巻頭の「始祖の顔」を写す段になり、私はさらに奇妙なことに気付いた。もっとも古い写本を開いても、そこに描かれているのは、輪郭線だけの、のっぺりとした余白に近い顔だった。目鼻の位置に淡い墨の滲みがあるばかりで、誰の顔とも判じがたい。代々の当主は、この曖昧な輪郭を、それぞれ思い思いの筆致で「始祖の顔」として写し取ってきたに過ぎないのではないか、と私は思い至った。つまり、始祖の顔とは、最初から誰の顔でもなく、写す者自身の解釈が映り込む、鏡のような余白だったのだ。
試みに、三代分の写本を並べて、始祖の顔を見比べてみた。すると、面白いことに気付いた。眉の形も、目の大きさも、代によって微妙に異なっている。三代前の写本では、始祖の顔はどこか厳めしく、四角い輪郭をしていた。二代前では、それがやや丸みを帯び、優しげな面立ちに変わっている。まるで、写した当主自身の顔つきが、そのまま始祖の顔に映り込んでいるかのようだった。もしそうであるなら、始祖などという者は、そもそも存在しなかったのかもしれない。ただ、写す者の顔だけが、代々受け継がれてきたのだ。
ならば、と私は考えた。当主が自らの顔を描こうとした瞬間に頁が失われるという現象も、迷信ではなく、単なる自己検閲――己の顔を客観的に描くことへの羞恥、あるいは畏れが、筆を止めさせてきたに過ぎないのではないか。骨相学の精緻な計測法を用いれば、私は誰よりも冷静に、自らの顔を描き切ることができるはずだった。
私は最後の頁を開き、鏡を傍らに置いた。頭蓋の傾き、眉間の角度、耳朶の位置――一つ一つを、数値で捉えるように、丁寧に線を引いていった。筆が進むほどに、妙なことに気付いた。描かれていく輪郭が、私自身の顔よりもむしろ、あの「始祖の顔」――目鼻の淡い、のっぺりとした余白――に、少しずつ似通っていくのだ。
馬鹿げている、と私は思おうとした。だが筆を止めることができなかった。
輪郭を描き終え、目を入れようとした、その時である。手元の鏡に映る自分の顔が、紙の上の顔と重なっていることに気付いた。いや、正しくは――どちらが鏡で、どちらが紙であるのか、私にはもう判じがたくなっていた。

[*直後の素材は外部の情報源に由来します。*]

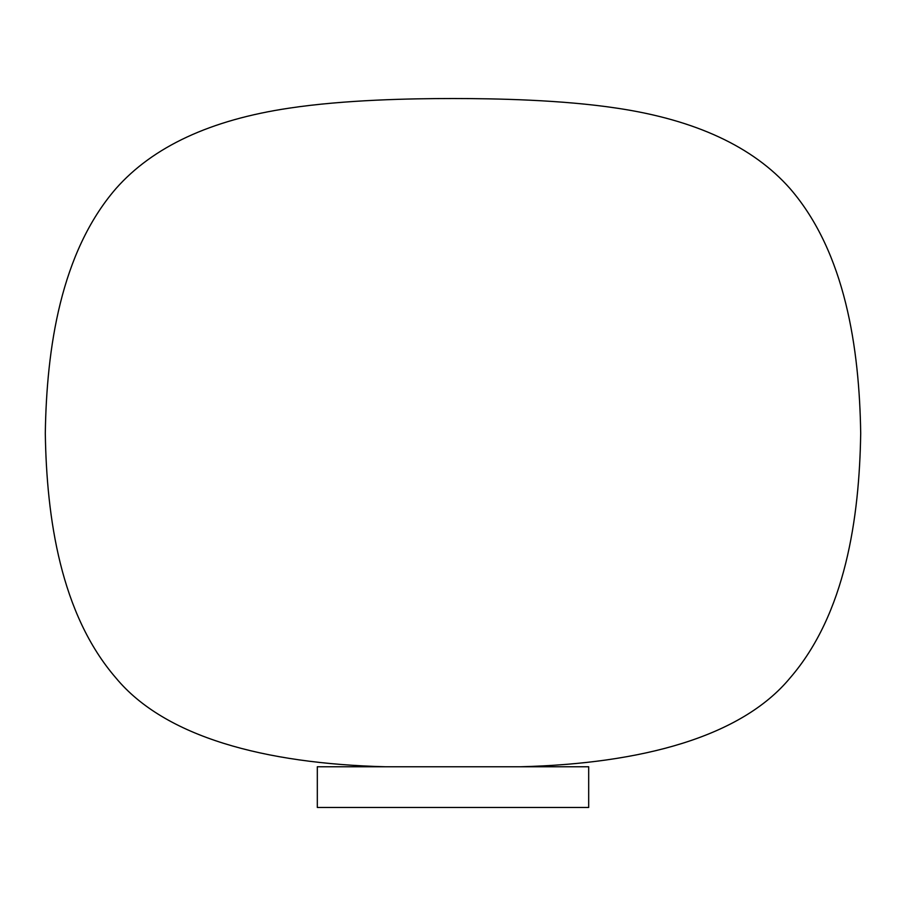 <?xml version="1.0" encoding="UTF-8"?>
<svg xmlns="http://www.w3.org/2000/svg" width="906" height="906" viewBox="0 0 906 906"><rect width="100%" height="100%" fill="white"/><g stroke="black" fill="none" stroke-linecap="round" stroke-linejoin="round"><path stroke-width="1.36" d="M317.315 766.759L317.315 807.473L588.685 807.473L588.685 766.759L317.315 766.759M520.848 766.759C641.425 763.611 741.187 737.054 790.043 677.982C845.457 613.928 859.386 518.119 860.7 433.283C859.386 348.448 845.457 252.638 790.043 188.584C753.067 146.693 695.434 119.898 617.133 108.199C561.516 99.762 495.016 98.528 453.634 98.528L452.366 98.528C410.984 98.528 344.484 99.762 288.867 108.199C210.566 119.898 152.933 146.693 115.957 188.584C60.543 252.638 46.614 348.448 45.3 433.283C46.614 518.119 60.543 613.928 115.957 677.982C164.813 737.054 264.575 763.611 385.152 766.759"/></g></svg>

筆を持つ手は、まだ動いている。だが、それを見ている「私」は、いつの間にか、蔵の外にいるようだった。行灯の灯る蔵の中で、一人の男が、机に向かって一心に筆を動かしている。その背を、私は紙の内側から――否、図譜の余白そのものから――静かに見つめていた。
妙なことに、恐怖はなかった。ただ、長い間探し求めていた答えに、ようやく辿り着いたような、静かな納得だけがあった。父が「図譜を継ぐことだけは、やめてはならぬ」と言った、その真意も、今ならわかる気がした。継ぐとは、写すことではなかった。継ぐとは、いつか自らが写される側に回ることだったのだ。
その顔は、かく記される。
眉間、狭く、思慮深きに過ぎたり。目、理を求めて、情を見失う相あり。この者、代々の落丁の理を解かんとして、自らその理となれり。
次代の当主が、いつかこの頁を開くだろう。そして、始祖の顔として、この輪郭を写し取るに違いない。その者もまた、いつか同じ鏡を覗き込み、同じ問いに行き当たる。落丁とは、消えることではない。ただ、次に写す者を待って、静かに息をひそめているだけなのだ。
蔵の外では、もう夜が明けかけている。誰かが、私の名を呼んでいる。だが、その声に応える口を、私はもう持たなかった。